Man measuring underwater grass.
Using tourism revenue to protect and fund research into vital seagrass habitats surrounding Fellow Member Six Senses Laamu, The Maldives.

The Long Run recognises that while operators and businesses embed the 4Cs into everything they do, travellers also need to go through a transformation. Truly responsible and regenerative experiences must change mindsets and have a lasting impact.

Thankfully change is coming; today, discerning travellers want to contribute to and connect with cultures and the natural world, rather than exploit them. They increasingly seek access to pristine ecosystems, to embark on journeys with pioneers, and eat local delicacies under the stars. As a collective, we aspire to nurture this shift and create tools to ensure that our guests and visitors have a positive impact not only while they are away, but also once they return home. 

Growth and collaboration 

The Long Run logo.

Securing the protection of land and wildlife is a benchmark of success for The Long Run members. Delphine King, Executive Director of The Long Run, emphasises the urgency of our task, “We are losing species at 1000 times the natural rate of decline due to habitat loss and fragmentation from human pressures including population growth and the intensification of farming.”

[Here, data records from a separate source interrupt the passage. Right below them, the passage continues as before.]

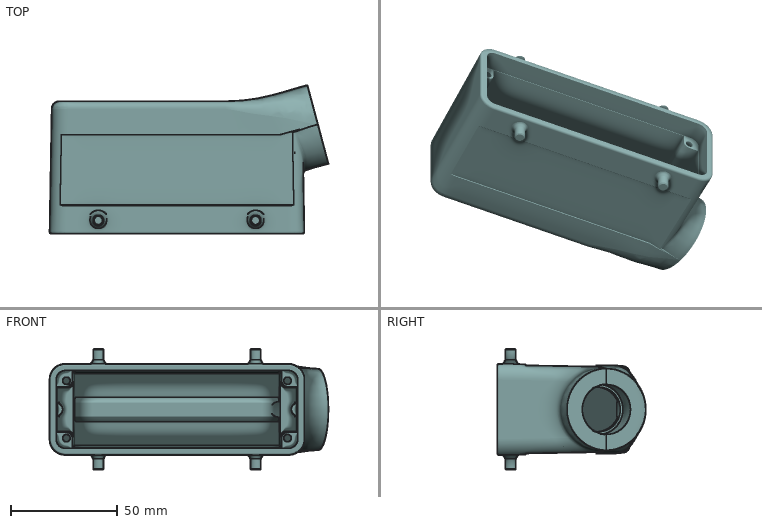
import cadquery as cq
import math


overall_x = 131.32
overall_y = 69.97
overall_z = 57.0

body_length = 120.0
body_height = 43.0
body_depth = 62.4
body_corner_radius = 7.5
body_draft = 1.0
back_fillet = 3.7
rim_fillet = 1.0

wall = 3.15
mouth_depth = 9.5
mouth_corner_radius = 4.5
mouth_step = 0.25
back_wall = 3.4
cavity_draft = 1.4

panel_depth = 0.5
panel_front = 13.15
panel_back = 46.6

pin_spacing = 74.0
pin_y = 6.3
pin_diameter = 4.99
pin_chamfer = 0.5
pin_collar_diameter = 6.1
pin_collar_height = 0.7
pin_cone_height = 1.8
pin_foot_radius = 4.75
pin_root_depth = 1.5
pin_foot_sink = 0.05

screw_spacing_x = 104.0
screw_spacing_z = 27.0
screw_hole_diameter = 3.5
screw_hole_depth = 14.0
post_wall_radius = 2.75
shelf_y = 31.0
post_draft = 1.5
guide_diameter = 6.1
guide_front = 19.0
shelf_fillet = 0.8
floor_fillet = 0.6
rib_fillet = 0.8

rib_top_y = 56.3
rib_top_width = 6.8
rib_base_width = 11.4

entry_angle = 15.0
entry_radius = 19.2
entry_taper = 1.0
entry_length = 26.0
entry_blend_start = 23.0
entry_blend_radius = 11.5
rounding_growth = 1.3
blend_overlap = 2.0
end_flat = 0.05
entry_root_fillet = 1.5
thread_core_diameter = 23.5
thread_depth = 14.0
cable_bore_diameter = 21.0
cable_bore_length = 50.0

tolerance = 0.01
reach = 10.0

half_length = body_length / 2
half_height = body_height / 2
draft_slope = math.tan(math.radians(body_draft))
cavity_end = half_length - wall
cavity_side = half_height - wall
post_x = screw_spacing_x / 2 - post_wall_radius
post_z = screw_spacing_z / 2 - post_wall_radius
floor_y = body_depth - back_wall
entry_sin = math.sin(math.radians(entry_angle))
entry_cos = math.cos(math.radians(entry_angle))
entry_x = overall_x - half_length - entry_radius * entry_sin
entry_y = overall_y - entry_radius * entry_cos
axis_turn_x = entry_x - (entry_y - panel_back) * entry_cos / entry_sin


def axis_y(x):
    """Y of the entry axis at a given x."""
    return entry_y + (x - entry_x) * entry_sin / entry_cos


def xz_plane(y):
    """Plane across the box at depth y: local x = X, local y = Z, normal = -Y."""
    return cq.Workplane("XZ", origin=(0, y, 0))


def side_height(y):
    """Half height of the drafted box at depth y."""
    return half_height - y * draft_slope


def between(start, end, fraction):
    """Value part of the way from start to end."""
    return start + (end - start) * fraction


def along_entry(radius, length, widening=0):
    """Round body on the entry axis, running back into the box from the end face."""
    plane = cq.Plane(origin=(entry_x, entry_y, 0), xDir=(0, 0, 1), normal=(-entry_cos, -entry_sin, 0))
    return cq.Workplane(plane).circle(radius).extrude(length, taper=-widening)


def make_body():
    """Drafted box with the round entry tube, cut back to where the entry blend takes over."""
    raw_depth = overall_y + body_corner_radius
    body = xz_plane(0).rect(body_length, body_height).extrude(-raw_depth, taper=body_draft)
    body = body.edges("not(#Y)").edges("not(|X or |Z)").fillet(body_corner_radius)
    body = body.faces("<Y").edges().fillet(rim_fillet)
    body = body.union(along_entry(entry_radius, entry_length, entry_taper))
    joint = cq.selectors.BoxSelector(
        (half_length - body_corner_radius / 2, axis_y(half_length) - 1.25 * entry_radius, -half_height),
        (half_length, overall_y, half_height),
    )
    body = body.edges(joint).fillet(entry_root_fillet)
    body = body.cut(make_blend_clearance())
    back_edges = cq.selectors.BoxSelector(
        (-half_length, body_depth - tolerance, -half_height),
        (entry_blend_start - tolerance, body_depth + tolerance, half_height),
    )
    return body.edges(back_edges).fillet(back_fillet)


def make_blend_clearance():
    """Everything behind the box, and its back corner that gives way to the entry blend."""
    x_right = entry_x + reach
    y_far = overall_y + 2 * reach
    return (
        cq.Workplane("XY").moveTo(-half_length, body_depth).lineTo(entry_blend_start, body_depth)
        .lineTo(entry_blend_start, panel_back)
        .lineTo(axis_turn_x, panel_back)
        .lineTo(x_right, axis_y(x_right)).lineTo(x_right, y_far)
        .lineTo(-half_length, y_far).close()
        .extrude(body_height, both=True)
    )


def entry_section(top_point, angle, height, bottom_half, top_half, radius):
    """Wire with a flat bottom and rounded top corners, square to a direction in the XY plane."""
    a = math.radians(angle)
    plane = cq.Plane(
        origin=(top_point[0], top_point[1], 0), xDir=(0, 0, -1), normal=(math.cos(a), math.sin(a), 0)
    )
    outline = (
        cq.Workplane(plane).moveTo(-bottom_half, -height).lineTo(bottom_half, -height)
        .lineTo(top_half, 0).lineTo(-top_half, 0).close().val()
    )
    face = cq.Face.makeFromWires(outline)
    middle_y = top_point[1] - height * math.cos(a) / 2
    corners = [v for v in face.Vertices() if v.Y > middle_y]
    return face.fillet2D(radius, corners).outerWire()


def make_entry_blend():
    """Upper half of the entry, growing out of the back edge of the box along an arc."""
    outline_angle = entry_angle + entry_taper
    end_top_x = entry_x - entry_radius * entry_sin
    corner_x = end_top_x - (overall_y - body_depth) / math.tan(math.radians(outline_angle))
    tangent_length = corner_x - entry_blend_start
    arc_radius = tangent_length / math.tan(math.radians(outline_angle / 2))
    arc_end_x = corner_x + tangent_length * math.cos(math.radians(outline_angle))
    arc_end_back = (end_top_x - arc_end_x) / math.cos(math.radians(outline_angle))

    start_height = body_depth - panel_back + blend_overlap
    arc_end_height = entry_radius + arc_end_back * math.sin(math.radians(entry_taper))
    start_bottom = side_height(body_depth - start_height)
    start_top = side_height(body_depth)

    sections = []
    for fraction in (0.0, 0.15, 0.5, 1.0):
        angle = outline_angle * fraction
        a = math.radians(angle)
        top = (entry_blend_start + arc_radius * math.sin(a), body_depth + arc_radius * (1 - math.cos(a)))
        sections.append(entry_section(
            top, angle,
            between(start_height, arc_end_height, fraction),
            start_bottom,
            between(start_top, start_bottom, fraction),
            between(back_fillet, entry_blend_radius, fraction ** rounding_growth),
        ))
    middle_height = between(arc_end_height, entry_radius, 0.5)
    middle_half = between(start_bottom, entry_radius, 0.5)
    middle_top = (between(arc_end_x, end_top_x, 0.5), between(top[1], overall_y, 0.5))
    sections.append(entry_section(
        middle_top, entry_angle, middle_height, middle_half, middle_half,
        between(entry_blend_radius, entry_radius, 0.5),
    ))
    end_top = (end_top_x, overall_y)
    sections.append(entry_section(
        end_top, entry_angle, entry_radius, entry_radius, entry_radius, entry_radius - end_flat
    ))
    return cq.Workplane(cq.Solid.makeLoft(sections))


def make_panel_cut(side):
    """Slab above a plane parallel to the drafted +Z (side = 1) or -Z (side = -1) face."""
    x_left = -half_length - reach
    x_right = entry_x + reach
    y_right = axis_y(x_right)
    outline = (
        cq.Workplane("XY").moveTo(x_left, panel_front).lineTo(x_right, panel_front)
        .lineTo(x_right, y_right).lineTo(axis_turn_x, panel_back).lineTo(x_left, panel_back).close()
        .extrude(side * half_height * 2)
    )
    floor_front = panel_front + panel_depth
    y_far = y_right + reach
    above = (
        cq.Workplane("YZ", origin=(x_left, 0, 0))
        .moveTo(panel_front, side * side_height(panel_front))
        .lineTo(floor_front, side * (side_height(floor_front) - panel_depth))
        .lineTo(y_far, side * (side_height(y_far) - panel_depth))
        .lineTo(y_far, side * half_height * 2)
        .lineTo(panel_front, side * half_height * 2)
        .close().extrude(x_right - x_left)
    )
    return outline.intersect(above)


def make_end_solid(side):
    """Material kept at one end of the cavity: a shelf, two screw posts and a half-round guide."""
    outer = side * (cavity_end + 1)
    inner = side * post_x
    lean = side * (floor_y - mouth_depth) * math.tan(math.radians(post_draft))
    solid = (
        cq.Workplane("XY").moveTo(outer, mouth_depth).lineTo(inner, mouth_depth)
        .lineTo(inner - lean, floor_y).lineTo(outer, floor_y).close()
        .extrude(half_height, both=True)
    )
    gap = (
        xz_plane(mouth_depth).center(inner, 0).rect(body_length / 2, 2 * post_z)
        .extrude(mouth_depth - shelf_y, taper=post_draft)
    )
    solid = solid.cut(gap)
    post_edges = cq.selectors.BoxSelector(
        (inner - 2, mouth_depth, -post_z - 1), (inner + 2, shelf_y - 1, post_z + 1)
    )
    solid = solid.edges(post_edges).fillet(post_wall_radius)
    guide = (
        xz_plane(guide_front).center(side * cavity_end, 0)
        .circle(guide_diameter / 2).extrude(guide_front - shelf_y)
    )
    return solid.union(guide)


def make_rib():
    """Rib with sloping sides along the back of the cavity."""
    return (
        cq.Workplane("YZ", origin=(-half_length, 0, 0))
        .moveTo(floor_y, -rib_base_width / 2).lineTo(rib_top_y, -rib_top_width / 2)
        .lineTo(rib_top_y, rib_top_width / 2).lineTo(floor_y, rib_base_width / 2)
        .close().extrude(body_length)
        .faces("<Y").edges("|X").fillet(rib_fillet)
    )


def make_cavity():
    """Hollow of the box: a straight mouth and a drafted chamber around the end solids and rib."""
    mouth = cq.Sketch().rect(2 * cavity_end, 2 * cavity_side).vertices().fillet(mouth_corner_radius)
    inner = (
        cq.Sketch().rect(2 * (cavity_end - mouth_step), 2 * (cavity_side - mouth_step))
        .vertices().fillet(mouth_corner_radius - mouth_step)
    )
    deep = xz_plane(mouth_depth).placeSketch(inner).extrude(mouth_depth - floor_y, taper=cavity_draft)
    deep = deep.cut(make_rib())
    for side in (1, -1):
        deep = deep.cut(make_end_solid(side))
    deep = deep.faces(">Y").edges("|Z").fillet(floor_fillet)
    for side in (1, -1):
        x_low, x_high = sorted((side * (cavity_end - guide_diameter / 2), side * cavity_end))
        shelf_edges = cq.selectors.BoxSelector(
            (x_low, shelf_y - tolerance, -post_z),
            (x_high, shelf_y + tolerance, post_z),
        )
        deep = deep.edges(shelf_edges).fillet(shelf_fillet)
    return deep.union(xz_plane(0).placeSketch(mouth).extrude(-mouth_depth))


def make_pin():
    """Locking pin standing on +Z, with a conical collar and a rounded foot."""
    tip = overall_z / 2
    pin_radius = pin_diameter / 2
    collar_radius = pin_collar_diameter / 2
    collar_z = half_height + pin_collar_height
    foot_z = side_height(pin_y) - pin_foot_sink
    bulge = math.sqrt(0.5)
    profile = (
        cq.Workplane("XZ").moveTo(0, half_height - pin_root_depth)
        .lineTo(pin_foot_radius, half_height - pin_root_depth)
        .lineTo(pin_foot_radius, foot_z)
        .threePointArc(
            (pin_foot_radius - bulge * (pin_foot_radius - collar_radius),
             collar_z - bulge * (collar_z - foot_z)),
            (collar_radius, collar_z))
        .lineTo(pin_radius, half_height + pin_cone_height)
        .lineTo(pin_radius, tip - pin_chamfer)
        .lineTo(pin_radius - pin_chamfer, tip)
        .lineTo(0, tip).close()
    )
    return profile.revolve(360, (0, 0, 0), (0, 1, 0))


def screw_holes():
    """Blind holes in the four screw posts."""
    return (
        xz_plane(mouth_depth).rect(screw_spacing_x, screw_spacing_z, forConstruction=True).vertices()
        .circle(screw_hole_diameter / 2).extrude(-screw_hole_depth)
    )


result = make_body().union(make_entry_blend())
for panel_side in (1, -1):
    result = result.cut(make_panel_cut(panel_side))
result = result.cut(make_cavity())
result = result.cut(along_entry(cable_bore_diameter / 2, cable_bore_length))
result = result.cut(along_entry(thread_core_diameter / 2, thread_depth))
result = result.cut(screw_holes())
for pin_x in (-pin_spacing / 2, pin_spacing / 2):
    pin = make_pin().translate((pin_x, pin_y, 0))
    result = result.union(pin).union(pin.mirror("XY"))

Over the last thirty years, Long Run members like Borana’s Michael Dyer (Laikipia) and Caiman’s Roberto Klabin (The Pantanal), have transformed their land management approach to allow humans and wildlife to thrive side-by-side. The Borana-Lewa landscape now hosts 14 per cent of Kenya’s black and southern white rhinos, and in Caiman, jaguar sightings have increased by 80 per cent since 2012.

Tourism is a vital part of these success stories; without the revenue made from visitors and their growing interest, businesses like Borana and Caiman have no means to persuade stakeholders, including local communities, neighbouring landowners and governments, to work together to secure a species’ future.

Where governments and private landowners lack the resources or will that’s needed to protect vital ecosystems, collaboration is crucial. The Long Run is acutely aware that meaningful conservation can’t be achieved in isolation. King continues, “Connecting wild landscapes is the only way to sustain conservation efforts in the future — this involves joining the dots between people and places. The Half-Earth Project now provides us with a global picture, and the data required, to hone in our efforts on the places most in need of protection. We believe that this, combined with our 4C model to ensure that communities benefit from conservation, paints an increasingly hopeful picture for the future.”

Just as wildlife transcends boundaries, so should our efforts to protect it. By creating protected corridors of land to link private reserves and national parks, sharing conservation goals with surrounding landowners, and educating neighbouring communities, Long Run members more than double their efforts. We hope that through the Half-Earth Project, others will, too.